What Are Credit Scores and Why Are They Important?
You’re ready to look for a dreamy new home in Manatee County. What’s your first step? Find out your credit score.
Mortgage lenders and other financial institutions use credit scores to determine how much of a risk they’re taking in loaning money to you. When you have a high credit score, lenders view you as less of a risk and are able to offer home loans with better terms. That’s why understanding your credit score and improving it will not only allow you to secure a mortgage loan, it will save you money over time.
Your credit score is based upon the following:
1. How consistently you make payments on time.
2. How much credit you’ve used versus how much credit you have available.
3. How long you’ve had a credit history. (The longer, the better.)
4. What types of credit you have, such as car loans or credit cards.
5. How many new credit accounts you’ve recently opened.
Scores are between 300-850. The higher your score, the better you look to a potential lender. If your credit score is too low, you may not even qualify for many mortgage programs.
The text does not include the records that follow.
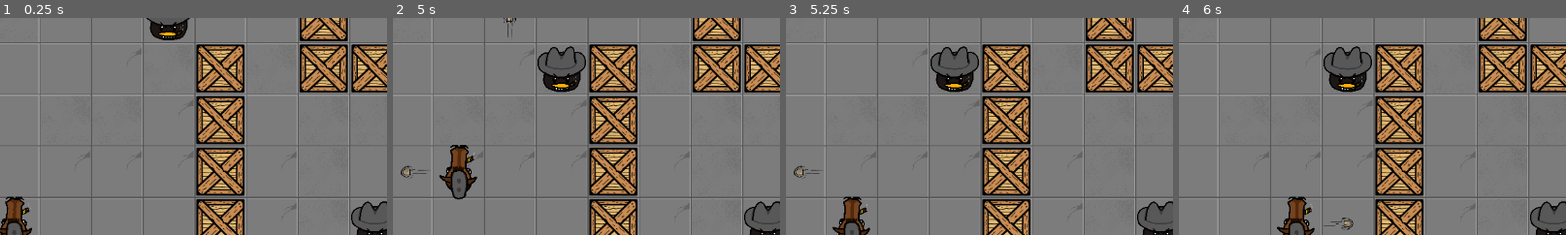
Above: before the commit, frames 1-4 (left to right).
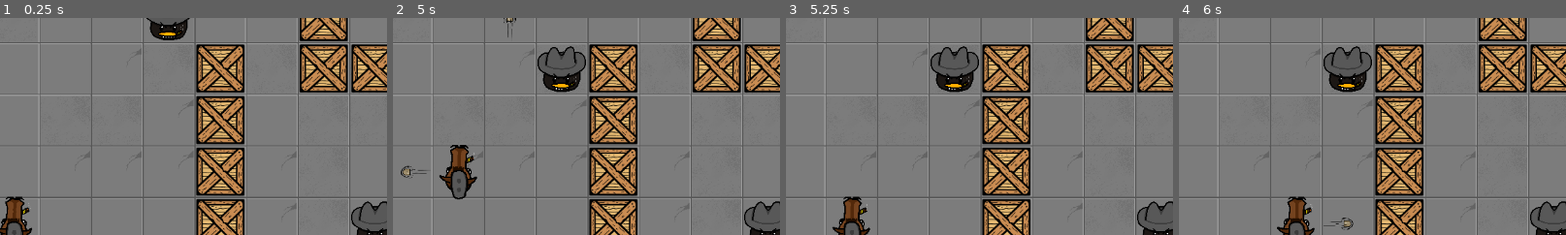
Above: after the commit, the same moments.

Repository: AT0M1X/TheHorseheadPact
Game: Godot game, scene res://scenes/main/Main.tscn
Same seed, same stepped clock (60 frames per second), same inputs: the game is played once before the commit and once after it.
Inputs:
- Up to frame 1 (0.25 s): no input
- Up to frame 2 (5 s): tap Enter at 0.5, 2, 3.5 s; hold D (move_right) 0.53-1.28 s; hold Space (shoot) 0.53-1.28 s; hold S (move_down) 1.28-2.03 s; tap Space (shoot) at 1.35, 2.85, 4.35 s; hold D (move_right) 2.03-2.78 s; hold Space (shoot) 2.03-2.78 s; hold W (move_up) 2.78-3.53 s; hold Space (shoot) 3.53-4.28 s; hold A (move_left) from 3.53 s (still down)
- Up to frame 3 (5.25 s): release A (move_left) at 5.03 s; hold S (move_down) from 5.03 s (still down); hold Space (shoot) from 5.03 s (still down)
- Up to frame 4 (6 s): release S (move_down) at 5.78 s; release Space (shoot) at 5.78 s; hold D (move_right) from 5.78 s (still down); tap Space (shoot) at 5.85 s
The pictures show only the part of the screen within x 8-58%, y 50-100%; the shares and areas given below are measured in that part.

Frames 1-2 are identical in both runs. In frame 3, 0.1% of the frame differs, in the area x 2-9%, y 67-74%; in frame 4, nothing differs.

Commit message:
Fixed bullets skipping updates
Happened when we removed a bullet from the bullet array while iterating over it.

Diff:
--- a/autoload/TurnManager.gd
+++ b/autoload/TurnManager.gd
@@ -63,11 +63,15 @@
 			e.take_turn()
 
 func process_bullets():
+	var dead_bullets := []
 	for b in bullets:
 		if game_over:
 			return
-		if is_instance_valid(b):
-			b.move()
+		if is_instance_valid(b) and b.move():
+			dead_bullets.append(b)
+
+	for b in dead_bullets:
+		b.remove_bullet()
 
 func player_die():
 	if game_over:
--- a/scripts/actors/Bullet.gd
+++ b/scripts/actors/Bullet.gd
@@ -11,44 +11,53 @@
 	position = pos
 	TurnManager.register_bullet(self)
 	check_collision(false)
+	spawn_turn = true
 
-func move():
+func move() -> bool:
 	if spawn_turn:
 		spawn_turn = false
-		return
+		return false
 
-	check_collision(true)
+	if check_collision(true): return true
+
 	if raycast.is_colliding():
 		var hit = raycast.get_collider()
 		if hit != TurnManager.player and !hit.is_in_group("enemies") and !hit.is_in_group("projectiles"):
-			remove_bullet()
+			return true
 
 	position += direction * Settings.tile_size
-	check_collision(false)
+	return check_collision(false)
 
-func check_collision(pre_check: bool):
-	if get_tree() == null: return
-	var bodies = get_tree().get_nodes_in_group("enemies")
-
-	if !pre_check:
-		for e in bodies:
-			if e.position == position:
-				remove_bullet()
-				TurnManager.kill_enemy(e)
-				return
-
+func check_collision(phase_check: bool) -> bool:
+	# Check against player
 	var p = TurnManager.player
-
 	if p.position == position:
-		if pre_check:
+		if phase_check:
 			if p.last_dir == -direction:
 				remove_bullet()
 				TurnManager.player_die()
-				return
+				return true
 		else:
 			remove_bullet()
 			TurnManager.player_die()
-			return
+			return true
+
+	# Check against enemies
+	if get_tree() == null: return false
+	var bodies = get_tree().get_nodes_in_group("enemies")
+	for e in bodies:
+		if e.position == position:
+			if phase_check:
+				if e.last_dir == -direction:
+					remove_bullet()
+					TurnManager.kill_enemy(e)
+					return true
+			else:
+				remove_bullet()
+				TurnManager.kill_enemy(e)
+				return true
+	return false
+
 
 func remove_bullet():
 	queue_free()
--- a/scripts/actors/Enemy.gd
+++ b/scripts/actors/Enemy.gd
@@ -7,6 +7,7 @@
 
 var tile_size = Settings.tile_size
 var move_right = true
+var last_dir = Vector2()
 
 func _ready():
 	TurnManager.register_enemy(self)
@@ -74,6 +75,7 @@
 		x = (randi() % 2) * 2 - 1
 
 	var direction = Vector2(x, y)
+	last_dir = direction
 	var motion = direction * Settings.tile_size
 
 	# Use move_and_collide to check BEFORE moving

Credit scores affect how much money you can borrow, the mortgage rate you’ll pay, and the amount of private mortgage insurance required. Higher credit scores equal lower interest rates, which means you will pay less money in interest over the life of the loan.
High credit scores also give you better negotiating power when it comes to down payment and employment history.
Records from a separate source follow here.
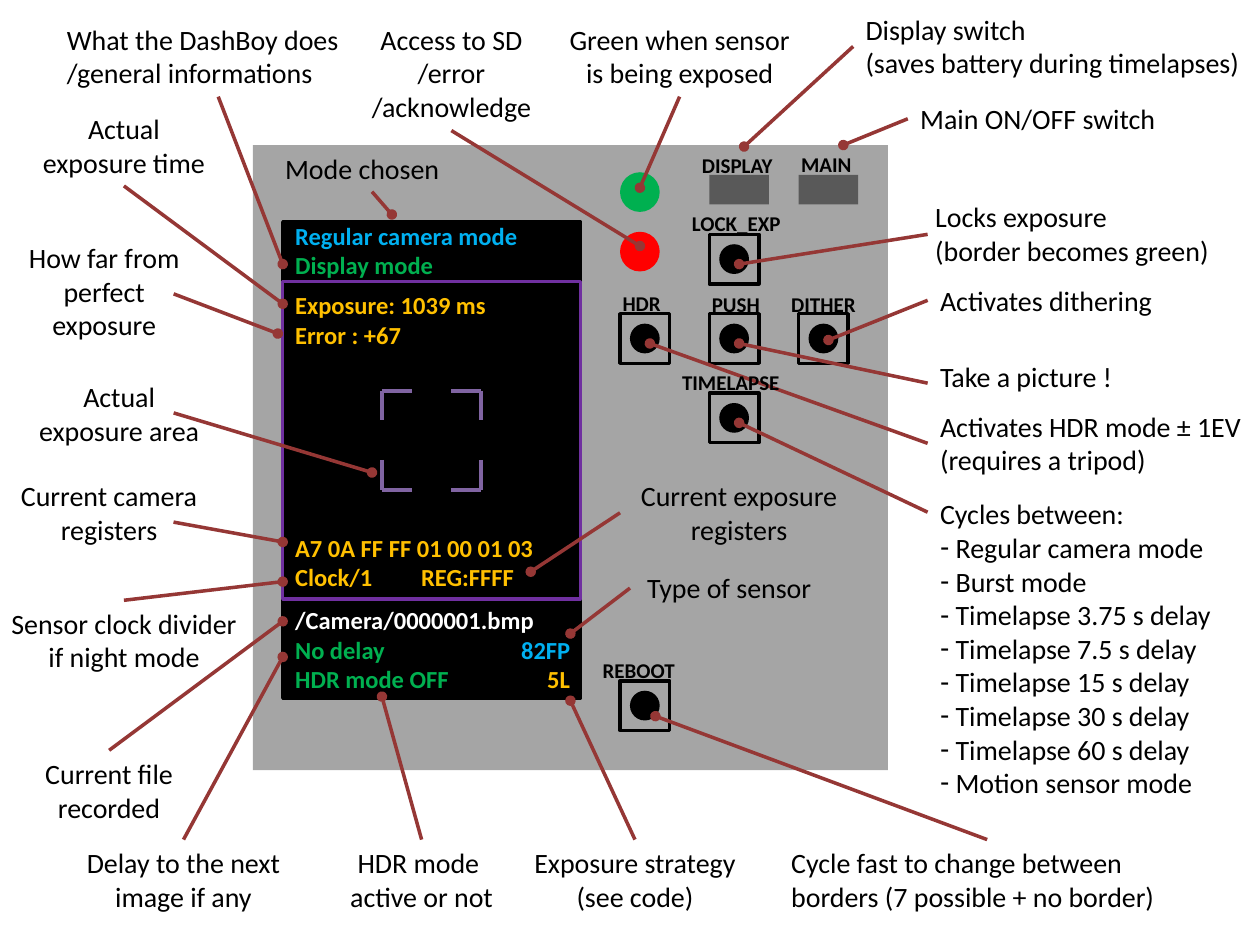
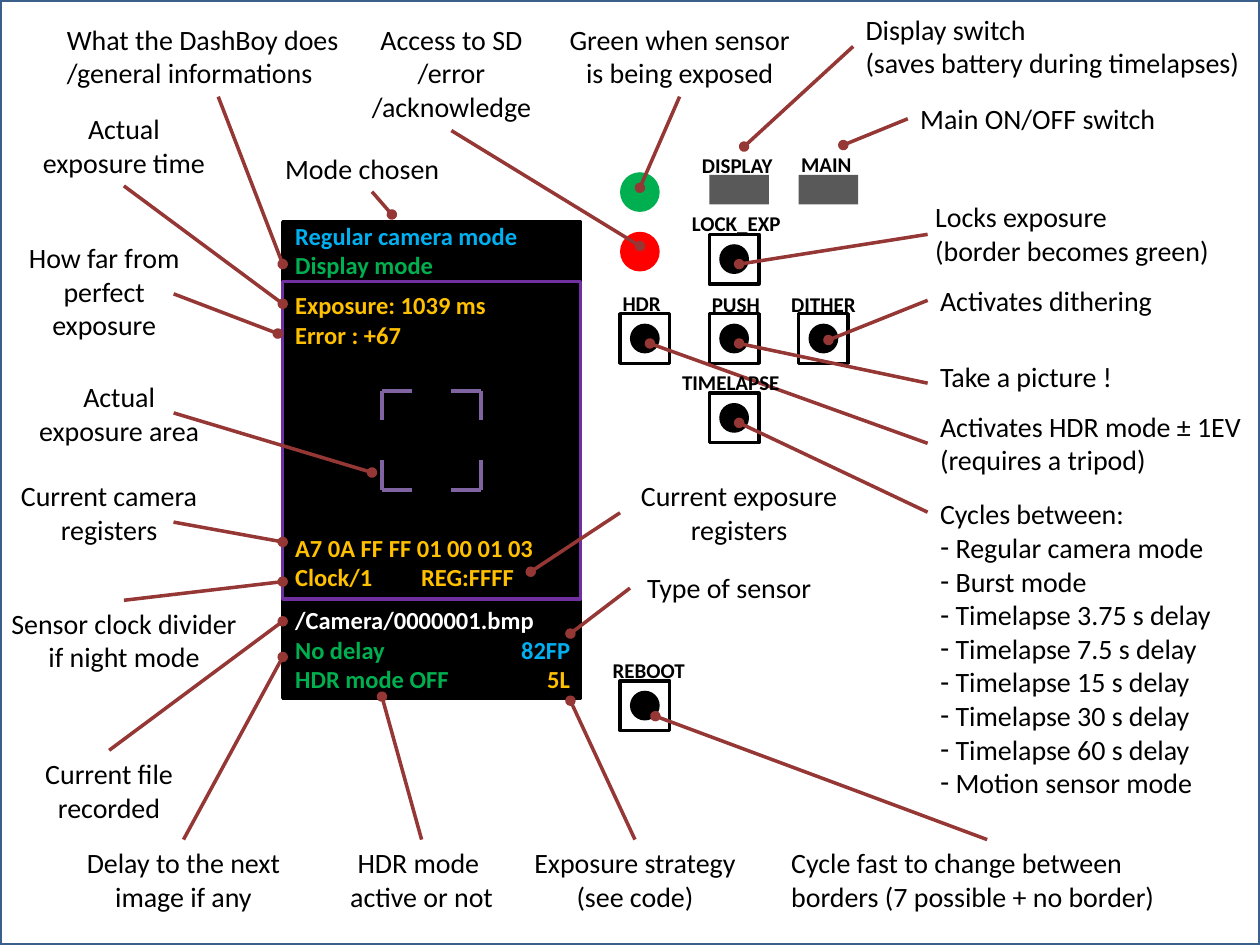
Before and after one commit to Raphael-Boichot/Mitsubishi-M64282FP-dashcam, a slide deck: slide 1 of Docs and research/Image files/User_manual.pptx. Drawn at 1260x945 pixels with LibreOffice and Linux fonts; fonts in the diff are those of the drawing. Boxes give left, top, right and bottom in pixels: in the first picture for what was removed or moved away, otherwise in the second. Text is boxed around its words. In the diff, an @@ line names an element or a change of style, - is before the commit and + after.

```diff
--- a/Docs and research/Image files/User_manual.pptx
+++ b/Docs and research/Image files/User_manual.pptx
@@ rectangle: place and size @@
-rectangle at [253, 145, 888, 770]
+rectangle at [0, 0, 1260, 945]
@@ rectangle at [0, 0, 1260, 945]: fill #808080 at 70% opacity to none; outline none to #3A5F8C 2 pt @@
@@ text "REBOOT": place and size @@
-text "REBOOT" at [603, 664, 675, 684]
+text "REBOOT" at [613, 664, 685, 684]
```
Also in this commit, not shown: 1 other file.

It’s important to know your credit score before applying for a mortgage loan. If your score is less than 620, you’ll want to work to improve your score before applying for a home loan. Focus on paying off debt and making payments on time. Keep your credit card accounts open, but pay off as much as possible.
If your score is high, avoid taking on additional debt to keep your score—and your advantages when buying a home—at a maximum.